I have one (EC2) Ubuntu server where bluepill
is working just fine to start and monitoring resque
processes (and it has done so on other nodes in the past).
I'm setting up a new node, and for some reason on this node bluepill
does not recognize that the processes have started and are running, and so keeps creating new ones. I'm a little baffled by what's causing this. The 2 nodes are almost identical; they're both EC2 servers provisioned by the same chef
scripts. It is true that the one not working is 'production' and the other 'staging', but there's almost no difference due to that.

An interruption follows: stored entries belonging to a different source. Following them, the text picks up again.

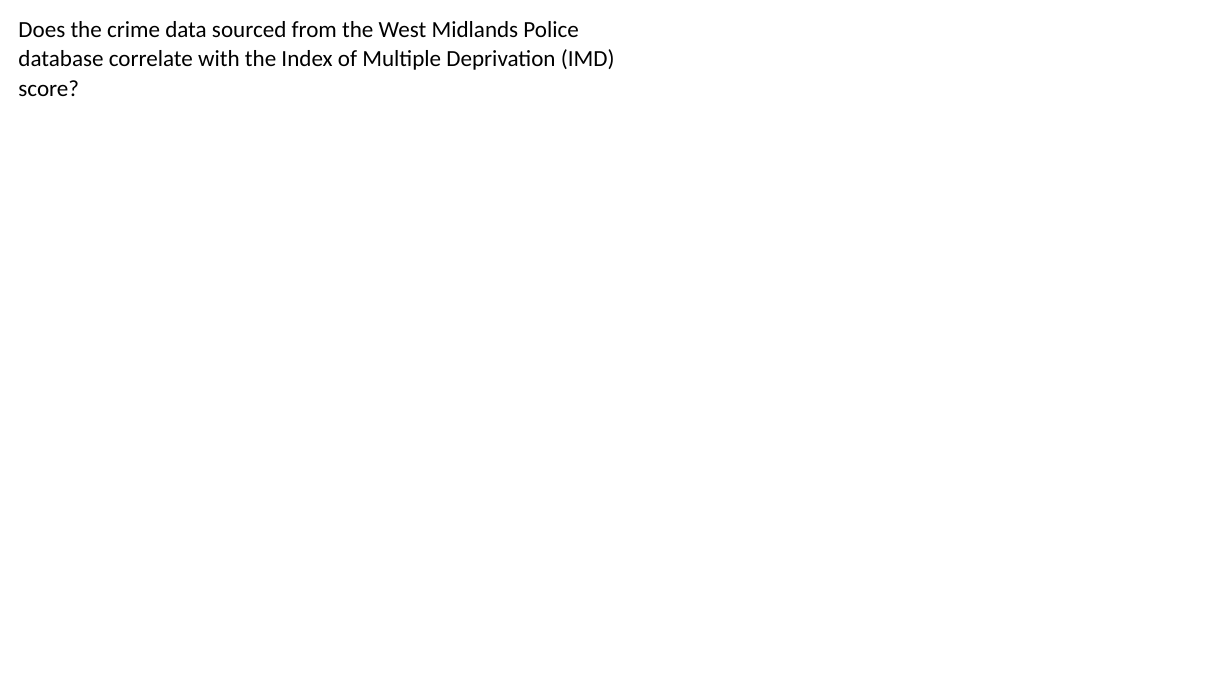
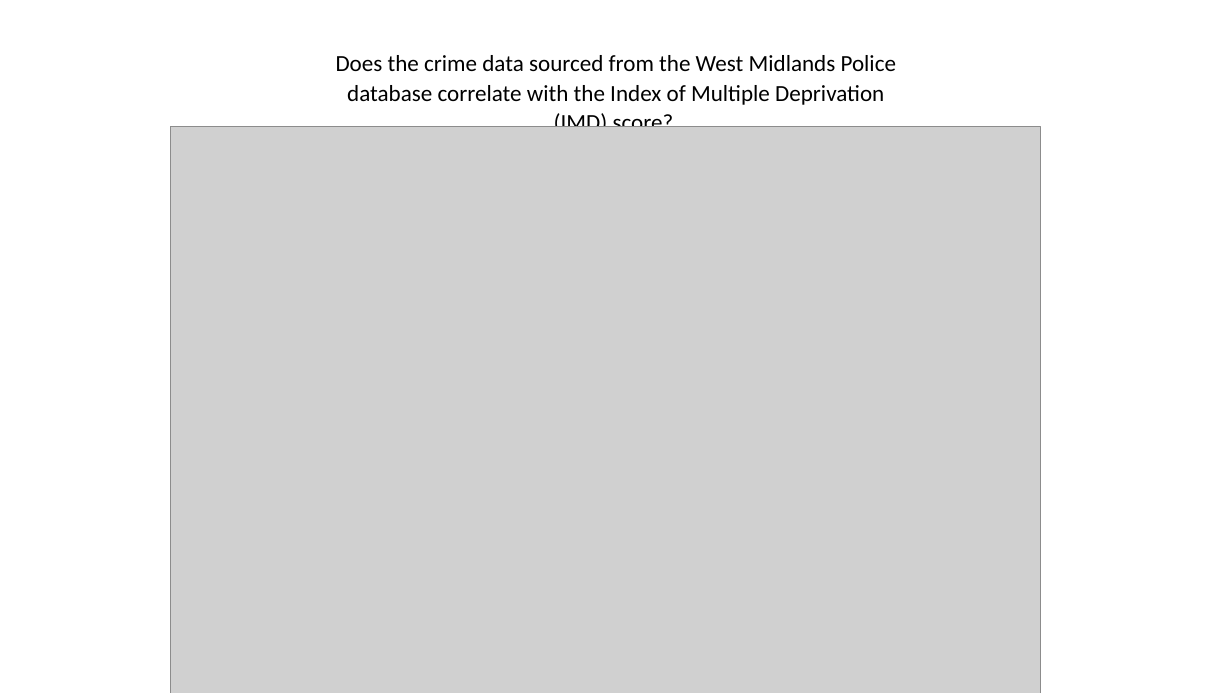
Before and after one commit to Garywtne/Group4_Project1_repo, a slide deck: slide 4 of Group 4 presentation.pptx (slide 5 before the commit). Drawn at 1232x693 pixels with LibreOffice and Linux fonts; fonts in the diff are those of the drawing; grey boxes stand for pictures; background and template pictures are left out. Boxes give left, top, right and bottom in pixels: in the first picture for what was removed or moved away, otherwise in the second. Text is boxed around its words. In the diff, an @@ line names an element or a change of style, - is before the commit and + after.

```diff
--- a/Group 4 presentation.pptx
+++ b/Group 4 presentation.pptx
@@ text "Does the crime data sourced ...": place and size @@
-text "Does the crime data sourced ..." at box(18, 21, 615, 96)
+text "Does the crime data sourced ..." at box(336, 55, 896, 127)
@@ text "Does the crime data sourced ..." at box(336, 55, 896, 127): alignment left to centre @@
@@ picture added at box(171, 126, 1041, 693) @@
```
Also in this commit, not shown: 7 other slides changed, 4 slides added, 2 slides removed.

Any thoughts or suggestions before I fork the github project and start inserting more monitoring, to try and figure out what's going on? There's been discussion on this list in the past about troubles w/ bluepill
and resque
, but as I said this is working fine on my staging server, and has worked fine on earlier production servers (although I will note that this new production server is ruby 1.9.3 (vs 1.9.2) and rails 3.2 (vs. 3.1)).
Here's my .pill
file (or more specifically, my chef
cookbook's template file):
ENV["RAILS_ENV"] = "<%= node.chef_environment %>"
ENV["QUEUE"] = "*"
Bluepill.application("zmx_app") do |app|
app.working_dir = "/srv/zmx/current"
app.uid = "root"
app.gid = "root"
2.times do |i|
app.process("resque-#{i}") do |process|
process.group = "resque"
process.start_command = "rake resque:work"
process.pid_file = "/srv/zmx/current/tmp/pids/resque_workers-#{i}.pid"
process.stop_command = "kill -QUIT {{PID}}"
process.daemonize = true
end
end
end
This turned out to be a bug in bluepill, which I have forked, fixed, and submitted a pull request.
And I'm not sure why I didn't realize that there was, in fact, a difference between my two environments: staging/old prod was on bluepill 0.0.55, my new production environment on 0.0.58.